Khalkhin-Gol (also known as “Nomonhan”), on the border between China and Mongolia, is probably the most important WW2 historical site most people have never heard of: it’s where the Soviet Union defeated Japan in 1939, which changed the course of the war.
Japan and Nazi Germany may have won WW2 were it not for the battles that happened right here during 135 days. Incredibly, this episode of the war is virtually untaught in the West, which shows how self-centered our version of history is.
During WW2 Northeast of China had been invaded and annexed by Japan, transformed into a puppet state called Manchukuo. This place is in the extreme West of this former puppet state (which is now back to being Northeast China), on the border with Mongolia and the former Soviet Union (now the Russian border).
At the time, 1939, Japan’s basic strategy for the war was “Northward Advance” (Hokushin-ron), i.e. seizing Siberia for its resources as far as Lake Baikal.
The USSR obviously begged to differ and Stalin sent General Zhukov, one of his best men (the future Marshal of the Soviet Union) on site to fight the Japanese back.
Long story short, the battles that ensued - with 200,000 soldiers on the battlefield - lasted 135 days and were the earliest large-scale 3-dimensional warfare in military history. It ended in a humiliating Japanese defeat which some Japanese historians call “the greatest defeat in the history of the Japanese army”, with 54,000 casualties (79% of frontline troops, as mentioned below).
The most important consequence of the battles that were fought here is that the Japanese completely shifted their strategy from “Northward Advance” to “Southward Advance”, favoring seizing the resources of Southeast Asia instead of those of Siberia.
Masanobu Tsuji, the Japanese colonel most instrumental in these battles became “the most determined single protagonist in favor of war with the United States” and one of the strongest proponents of the attack on Pearl Harbor inside the Japanese army (according to postwar testimonies), having been traumatized by his experience of fighting the Soviet Union. The US was of course the biggest power the Japanese would have to confront by pursuing the “Southward Advance” strategy since only the US Pacific Fleet stood in the way of seizing the oil-rich Dutch East Indie.
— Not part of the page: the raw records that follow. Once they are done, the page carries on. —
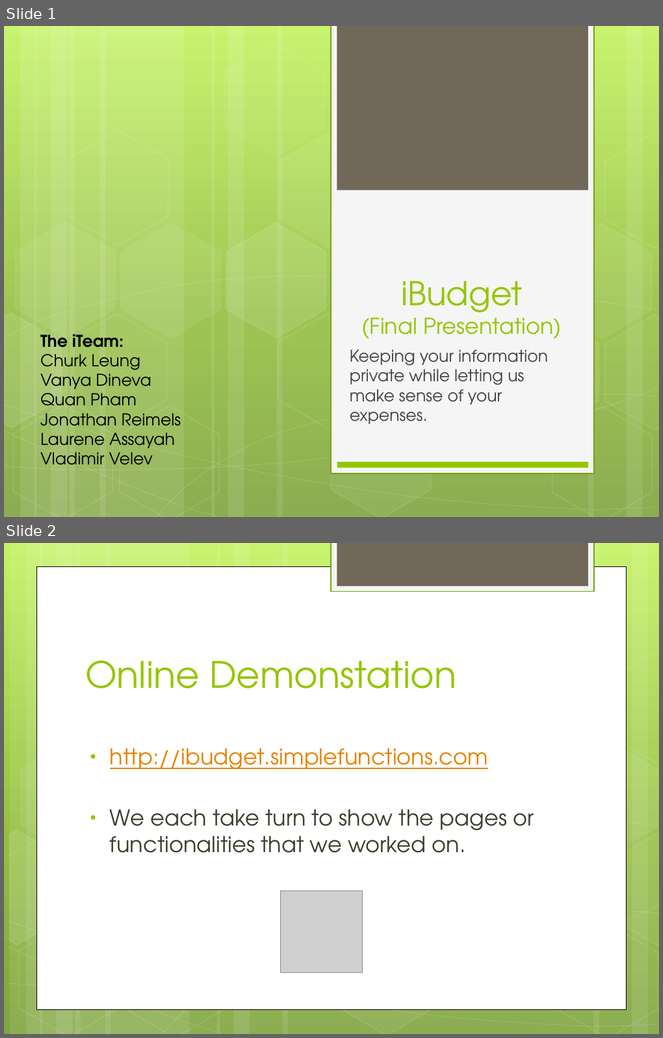
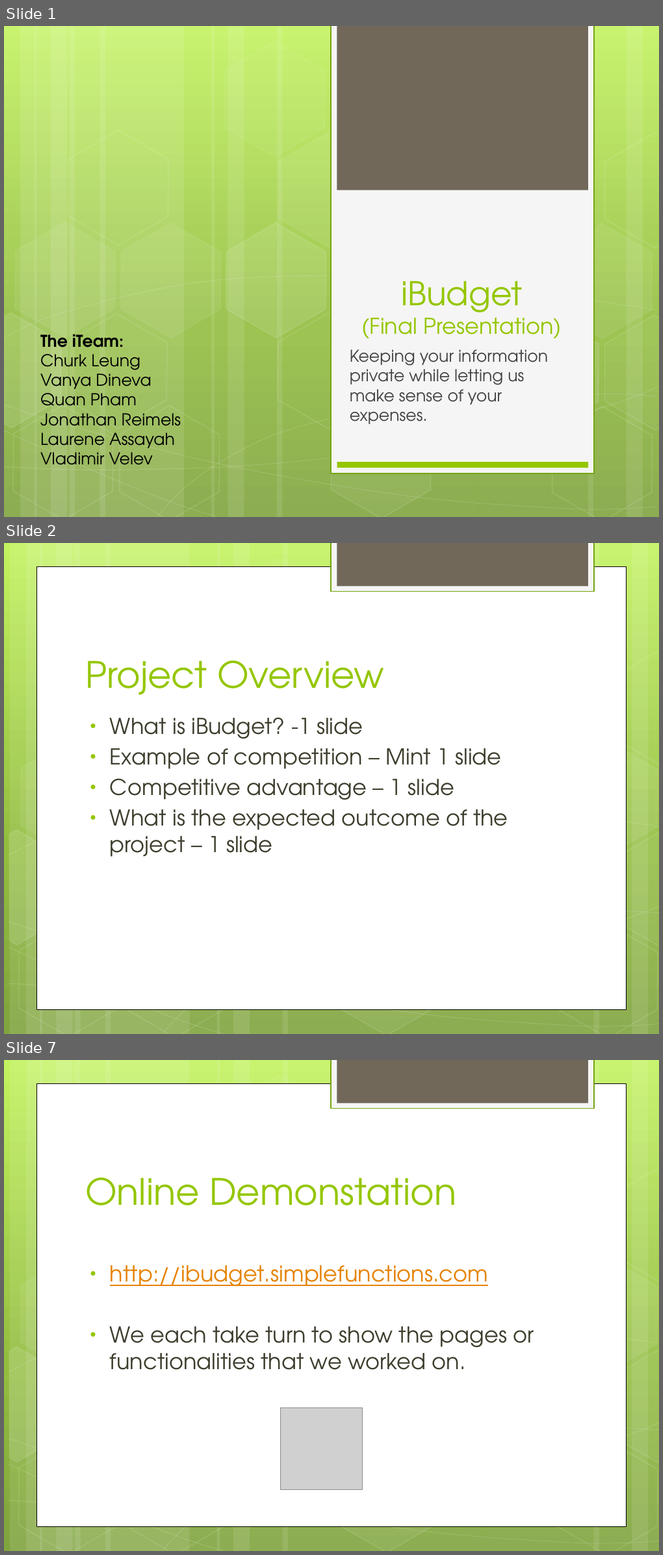
Before and after one commit to hiyenwong/cs679-b1-class-project, a slide deck: deliverables/final/Final Presentation.pptx. Shown one above the other, each under a label of ours: slides 1 and 2 before the commit, slides 1, 2 and 7 after it; the slides between them are not shown. The pictures are 663x1038 and 663x1555 pixels, drawn with LibreOffice and Linux fonts; fonts in the diff are those of the drawing; grey boxes stand for pictures. Boxes give left, top, right and bottom in pixels: in the first picture for what was removed or moved away, otherwise in the second. Text is boxed around its words. In the diff, an @@ line names an element or a change of style, - is before the commit and + after.

```diff
--- a/deliverables/final/Final Presentation.pptx
+++ b/deliverables/final/Final Presentation.pptx
@@ slide 2 added at (4, 543, 659, 1034), background gradient #C3F35F to #93BF3F to #81A53E; not listed: 31 template elements that a slide beside it also shows @@
@@ title added at (85, 661, 384, 695), 40 pt, text #94C600 @@
+Project Overview
@@ text added at (110, 717, 508, 857), 24 pt, text #3E3D2D @@
+• What is iBudget? -1 slide
+• Example of competition – Mint 1 slide
+• Competitive advantage – 1 slide
+• What is the expected outcome of the project – 1 slide
@@ what was slide 2 is now slide 7 @@
```
Also in this commit, not shown: 4 other slides added.

In fact the Khalkhin-Gol battles traumatized the Japanese so much that they didn’t dare fight the Soviet Union again for the remainder of WW2. Even when their ally Nazi Germany opened the Eastern front the Japanese army adopted a resolution “not to intervene in German Soviet war for the time being”, leaving Hitler to fight the Soviet Union on his own, which would ultimately prove to be his demise.
So it’s no exaggeration to say that had the battles here not been fought or had the Japanese won, WW2 would have most likely turned out dramatically different. Pearl Harbor wouldn’t have happened, and Japan would have likely helped Nazi Germany fight the Soviet Union by opening a front to the East.
Khalkhin-Gol may in fact have been the most consequential battles of WW2!
See also: How Japan lost 20,000 men in 11 days to a single Soviet general - The Battle of Khalkhin Gol (1939)
Thank you for the share. What are some good books on history you would recommend?
Which part of history? The Soviet Union in WWII? Even that is a very big topic, so much has been written about it and you may need to be more specific which part of the war you are interested in. It also depends on whose perspective you want:
Western historians will portray the war differently than Soviet historians, and modern Russian historians will again have a different perspective than the Soviets, and different from each other depending on whether you read something written in the 90s (when the Russians were inclined to present their history with a very western and anti-Soviet perspective) or written more recently.
I recently read The Soviet Union in the Second World War (scroll down and you’ll find a PDF download) which came out very recently and it was pretty interesting. Obviously it’s not complete by any means, but it’s a good introduction.
If you want a more western perspective, you could look up some of the books written by David Glantz, such as his When Titans Clashed. In the West he is usually considered the preeminent military historian on the Soviet Union in WWII.
And if you want a Soviet perspective you should look up books written in the Soviet period about the war. You might need to search in Russian to find the best information on that subject because English language sources probably don’t cover Soviet literature very well. This is a question best asked to a native Russian speaker who studied history in Russia.
Thank you very much for the recommendations (WWII eastern fronts/theatres for anglophones here but I am interested generally - I’ve got Carr and Hobsbawm on my to-do reading list)
It is sometimes cognitively taxing to read history by historians from an orientalist perspective (and if it is not orientialist it will still devolve into Great Man Theory and be allergic to historical-materialism) hence the query.
(More recently been listening to the Rest Is History podcast. Fucking. Hell. Listen to their Iran series for a flavour as an example)
If you’re into military history and haven’t seen it yet you should watch the documentary series on the eastern front called “Soviet Storm: WW2 in the East”, I recommended it a couple months back because it’s really good: https://lemmygrad.ml/post/9906286
Also feel free to just browse the posts in this history community, you might find some more WWII related material.
Oh that certainly looks interesting - thanks for the tip!